- [SUPPLIED INFORMATION]:
###
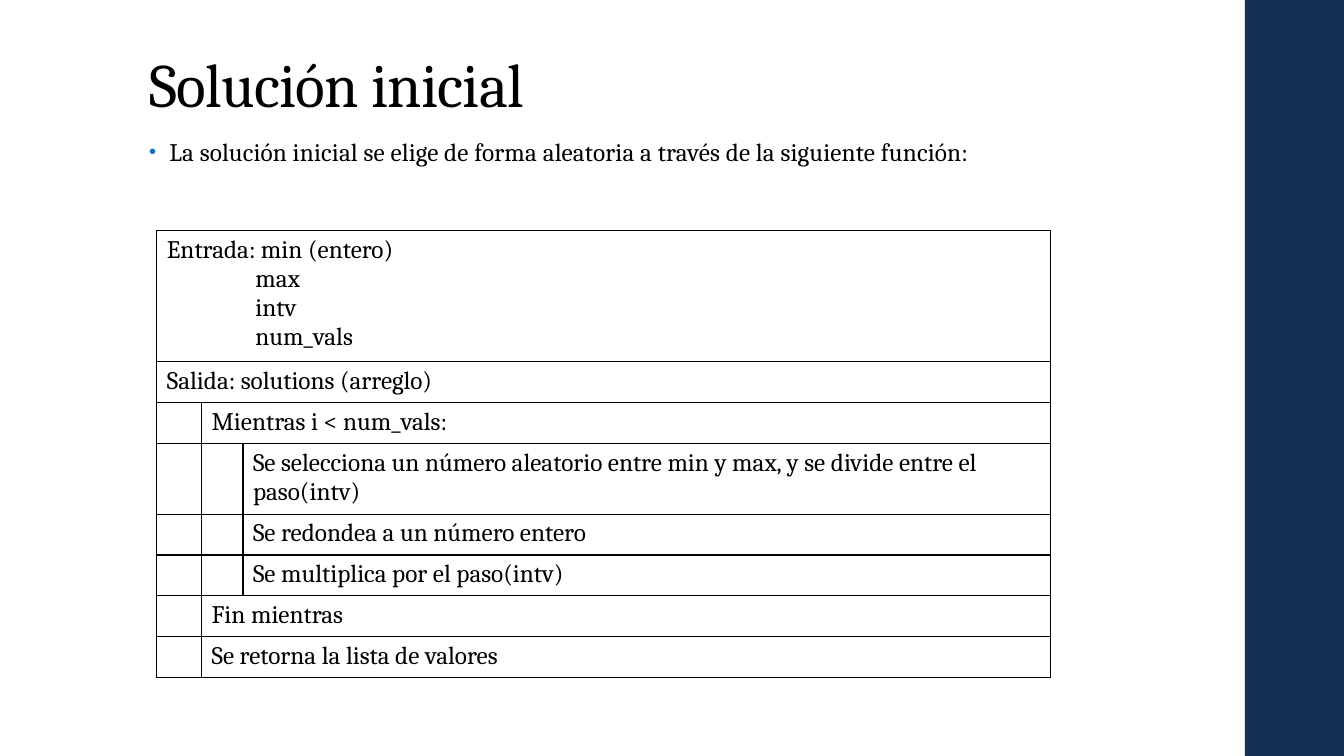
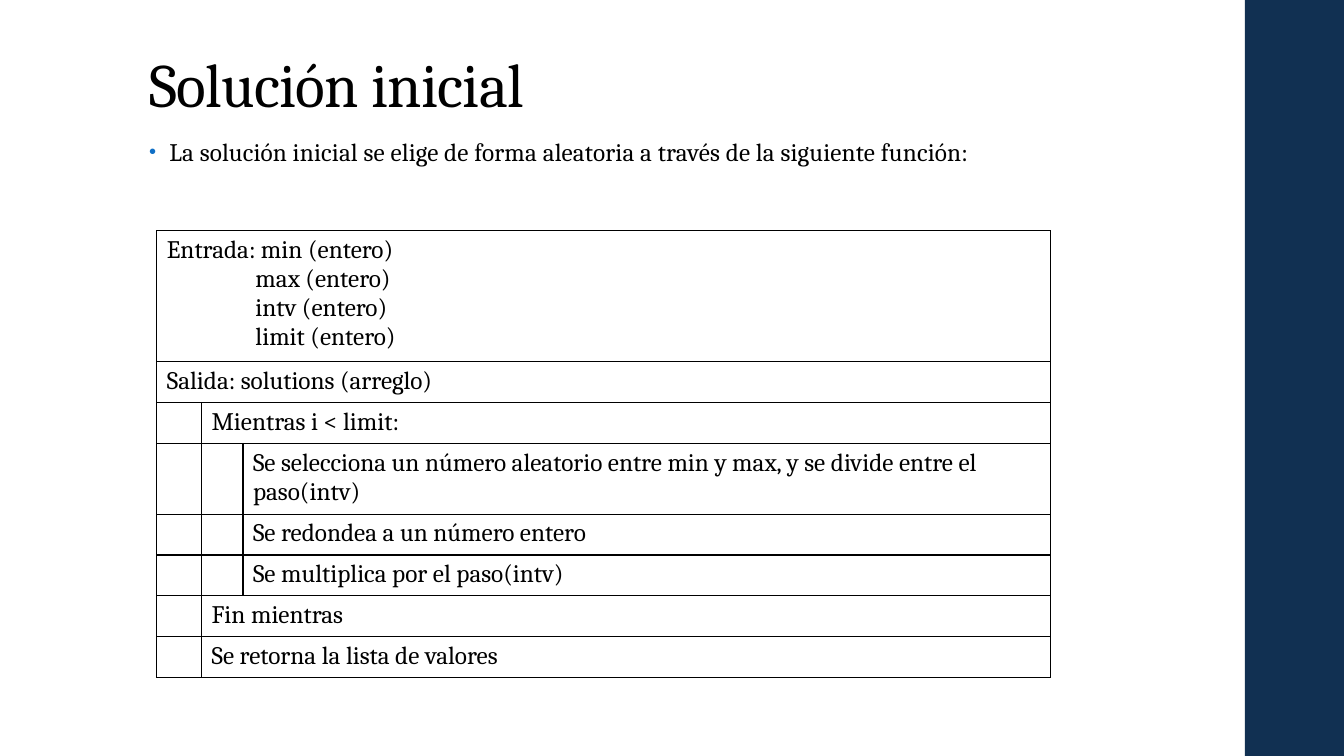
Before and after one commit to Javy011021/prediccion1, a slide deck: slide 4 of ppt/MH_Laura_Javier T2.pptx. Drawn at 1344x756 pixels with LibreOffice and Linux fonts; fonts in the diff are those of the drawing. Boxes give left, top, right and bottom in pixels: in the first picture for what was removed or moved away, otherwise in the second. Text is boxed around its words. In the diff, an @@ line names an element or a change of style, - is before the commit and + after.

```diff
--- a/ppt/MH_Laura_Javier T2.pptx
+++ b/ppt/MH_Laura_Javier T2.pptx
@@ table at (157, 231, 1051, 679) @@
-row 1, column 1: Entrada: min (entero) / max / intv / num_vals
+row 1, column 1: Entrada: min (entero) / max (entero) / intv (entero) / limit (entero)
-row 3, column 2: Mientras i < num_vals:
+row 3, column 2: Mientras i < limit:
```
Also in this commit, not shown: 3 other slides changed.
###
- [ACTION ITEM]:
The result should be the full listing, retyped exactly and free of pictures.

- [RESULT OF THIS EXERCISE]:
Before and after one commit to Javy011021/prediccion1, a slide deck: slide 4 of ppt/MH_Laura_Javier T2.pptx. Drawn at 1344x756 pixels with LibreOffice and Linux fonts; fonts in the diff are those of the drawing. Boxes give left, top, right and bottom in pixels: in the first picture for what was removed or moved away, otherwise in the second. Text is boxed around its words. In the diff, an @@ line names an element or a change of style, - is before the commit and + after.

```diff
--- a/ppt/MH_Laura_Javier T2.pptx
+++ b/ppt/MH_Laura_Javier T2.pptx
@@ table at (157, 231, 1051, 679) @@
-row 1, column 1: Entrada: min (entero) / max / intv / num_vals
+row 1, column 1: Entrada: min (entero) / max (entero) / intv (entero) / limit (entero)
-row 3, column 2: Mientras i < num_vals:
+row 3, column 2: Mientras i < limit:
```
Also in this commit, not shown: 3 other slides changed.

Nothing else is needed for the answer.